Dataset records:
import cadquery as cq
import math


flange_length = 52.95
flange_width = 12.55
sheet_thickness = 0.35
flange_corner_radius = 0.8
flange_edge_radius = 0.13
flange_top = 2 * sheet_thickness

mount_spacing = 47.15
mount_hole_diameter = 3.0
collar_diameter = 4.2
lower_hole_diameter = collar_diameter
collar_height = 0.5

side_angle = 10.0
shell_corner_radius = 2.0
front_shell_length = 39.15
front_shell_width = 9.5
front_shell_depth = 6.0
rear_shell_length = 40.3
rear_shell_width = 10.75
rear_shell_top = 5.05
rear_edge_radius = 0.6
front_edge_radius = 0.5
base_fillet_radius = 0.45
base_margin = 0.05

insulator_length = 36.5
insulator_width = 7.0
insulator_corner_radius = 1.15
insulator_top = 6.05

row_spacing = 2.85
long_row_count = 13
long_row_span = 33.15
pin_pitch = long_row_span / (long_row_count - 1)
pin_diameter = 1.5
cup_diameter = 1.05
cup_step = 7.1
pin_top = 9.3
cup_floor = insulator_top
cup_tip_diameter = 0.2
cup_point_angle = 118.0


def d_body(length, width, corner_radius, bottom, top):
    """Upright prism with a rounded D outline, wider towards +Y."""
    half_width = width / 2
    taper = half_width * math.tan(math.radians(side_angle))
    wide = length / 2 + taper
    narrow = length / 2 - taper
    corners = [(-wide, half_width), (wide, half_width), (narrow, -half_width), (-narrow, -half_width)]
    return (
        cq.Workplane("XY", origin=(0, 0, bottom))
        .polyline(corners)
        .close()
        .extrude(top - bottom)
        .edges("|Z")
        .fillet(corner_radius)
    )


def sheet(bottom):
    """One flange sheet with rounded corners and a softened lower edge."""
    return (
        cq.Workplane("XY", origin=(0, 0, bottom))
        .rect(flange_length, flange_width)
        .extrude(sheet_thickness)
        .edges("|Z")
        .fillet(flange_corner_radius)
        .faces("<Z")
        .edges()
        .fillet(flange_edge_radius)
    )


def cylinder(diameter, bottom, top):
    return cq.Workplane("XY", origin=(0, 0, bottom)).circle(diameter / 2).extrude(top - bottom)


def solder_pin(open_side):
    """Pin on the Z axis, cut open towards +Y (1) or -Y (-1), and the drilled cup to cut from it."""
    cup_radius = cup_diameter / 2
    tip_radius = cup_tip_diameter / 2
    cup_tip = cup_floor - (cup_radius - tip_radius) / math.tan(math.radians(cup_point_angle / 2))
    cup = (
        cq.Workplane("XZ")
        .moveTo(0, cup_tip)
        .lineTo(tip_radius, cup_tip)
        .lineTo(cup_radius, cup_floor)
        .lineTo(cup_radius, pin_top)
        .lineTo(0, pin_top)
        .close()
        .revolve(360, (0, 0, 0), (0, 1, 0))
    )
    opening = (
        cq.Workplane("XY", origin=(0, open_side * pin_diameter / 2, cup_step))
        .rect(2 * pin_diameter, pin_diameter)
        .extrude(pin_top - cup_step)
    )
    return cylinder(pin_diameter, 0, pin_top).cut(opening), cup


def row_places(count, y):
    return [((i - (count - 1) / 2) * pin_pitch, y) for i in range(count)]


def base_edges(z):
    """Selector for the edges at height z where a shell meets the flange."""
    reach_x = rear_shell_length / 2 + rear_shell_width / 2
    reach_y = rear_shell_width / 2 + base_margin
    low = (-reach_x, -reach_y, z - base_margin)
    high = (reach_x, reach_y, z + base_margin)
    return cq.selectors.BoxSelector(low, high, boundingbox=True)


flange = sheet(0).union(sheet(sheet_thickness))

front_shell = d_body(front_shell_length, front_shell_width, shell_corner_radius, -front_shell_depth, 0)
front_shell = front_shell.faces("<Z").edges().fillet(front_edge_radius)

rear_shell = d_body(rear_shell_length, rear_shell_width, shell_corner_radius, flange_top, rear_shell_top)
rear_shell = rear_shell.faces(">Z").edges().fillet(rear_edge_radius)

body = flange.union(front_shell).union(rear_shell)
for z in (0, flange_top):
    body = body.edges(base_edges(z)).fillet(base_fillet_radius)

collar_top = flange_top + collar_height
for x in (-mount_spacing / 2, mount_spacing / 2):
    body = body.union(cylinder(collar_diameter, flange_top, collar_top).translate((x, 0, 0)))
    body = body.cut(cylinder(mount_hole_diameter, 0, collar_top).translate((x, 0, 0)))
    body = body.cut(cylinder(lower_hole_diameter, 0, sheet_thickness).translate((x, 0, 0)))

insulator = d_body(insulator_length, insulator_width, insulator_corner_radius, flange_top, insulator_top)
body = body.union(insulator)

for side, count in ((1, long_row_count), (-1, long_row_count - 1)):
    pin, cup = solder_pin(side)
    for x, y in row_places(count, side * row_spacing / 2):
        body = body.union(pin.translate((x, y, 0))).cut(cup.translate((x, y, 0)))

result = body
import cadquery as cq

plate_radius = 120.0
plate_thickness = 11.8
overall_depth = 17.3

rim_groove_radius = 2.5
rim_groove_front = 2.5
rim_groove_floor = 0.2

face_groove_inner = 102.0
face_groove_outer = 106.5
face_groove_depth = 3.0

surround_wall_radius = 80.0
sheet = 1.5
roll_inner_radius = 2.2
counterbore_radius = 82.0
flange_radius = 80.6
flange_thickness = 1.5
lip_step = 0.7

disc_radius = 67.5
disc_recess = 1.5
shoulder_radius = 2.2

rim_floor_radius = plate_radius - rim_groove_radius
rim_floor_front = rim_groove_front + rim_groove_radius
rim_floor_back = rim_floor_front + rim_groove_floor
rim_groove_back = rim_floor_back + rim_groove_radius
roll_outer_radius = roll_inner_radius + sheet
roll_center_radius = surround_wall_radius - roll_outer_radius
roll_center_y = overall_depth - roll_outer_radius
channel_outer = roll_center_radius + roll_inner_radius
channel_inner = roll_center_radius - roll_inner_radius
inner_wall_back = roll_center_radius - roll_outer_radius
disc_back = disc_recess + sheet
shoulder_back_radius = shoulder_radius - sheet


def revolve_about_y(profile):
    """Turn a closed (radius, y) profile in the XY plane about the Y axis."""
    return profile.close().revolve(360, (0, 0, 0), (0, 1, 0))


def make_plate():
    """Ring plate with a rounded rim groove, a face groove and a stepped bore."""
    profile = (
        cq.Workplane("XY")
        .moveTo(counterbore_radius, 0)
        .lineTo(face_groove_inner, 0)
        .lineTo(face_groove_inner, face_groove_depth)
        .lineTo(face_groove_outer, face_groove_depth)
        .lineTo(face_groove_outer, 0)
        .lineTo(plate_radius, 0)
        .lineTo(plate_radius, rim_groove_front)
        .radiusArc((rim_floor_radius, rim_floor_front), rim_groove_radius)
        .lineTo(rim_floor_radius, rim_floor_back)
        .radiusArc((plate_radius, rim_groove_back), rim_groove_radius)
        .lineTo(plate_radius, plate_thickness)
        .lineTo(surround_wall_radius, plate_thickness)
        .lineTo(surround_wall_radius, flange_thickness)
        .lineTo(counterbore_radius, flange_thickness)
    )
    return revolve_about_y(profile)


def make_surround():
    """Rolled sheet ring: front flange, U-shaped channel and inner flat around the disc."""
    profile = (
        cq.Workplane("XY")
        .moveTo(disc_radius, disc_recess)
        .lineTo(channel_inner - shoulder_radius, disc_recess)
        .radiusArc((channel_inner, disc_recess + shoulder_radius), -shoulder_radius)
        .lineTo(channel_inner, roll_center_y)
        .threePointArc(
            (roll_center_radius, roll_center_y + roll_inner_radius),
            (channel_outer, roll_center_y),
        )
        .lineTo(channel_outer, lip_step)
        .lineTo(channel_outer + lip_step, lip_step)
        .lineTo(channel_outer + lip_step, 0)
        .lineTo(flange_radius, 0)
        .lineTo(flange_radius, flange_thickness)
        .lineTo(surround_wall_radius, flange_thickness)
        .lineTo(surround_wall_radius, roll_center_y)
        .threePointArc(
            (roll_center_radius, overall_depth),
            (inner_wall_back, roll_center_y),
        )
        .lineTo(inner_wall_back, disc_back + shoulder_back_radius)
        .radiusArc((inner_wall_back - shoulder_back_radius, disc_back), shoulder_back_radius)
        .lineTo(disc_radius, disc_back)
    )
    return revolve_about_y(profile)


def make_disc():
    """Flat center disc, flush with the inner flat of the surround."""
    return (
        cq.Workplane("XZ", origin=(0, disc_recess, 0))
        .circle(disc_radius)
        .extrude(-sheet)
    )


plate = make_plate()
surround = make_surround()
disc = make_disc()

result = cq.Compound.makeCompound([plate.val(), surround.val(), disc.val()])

# Work instructions
What lines above mention "faces"? Copy each one.

# Answer below
        .faces("<Z")
front_shell = front_shell.faces("<Z").edges().fillet(front_edge_radius)
rear_shell = rear_shell.faces(">Z").edges().fillet(rear_edge_radius)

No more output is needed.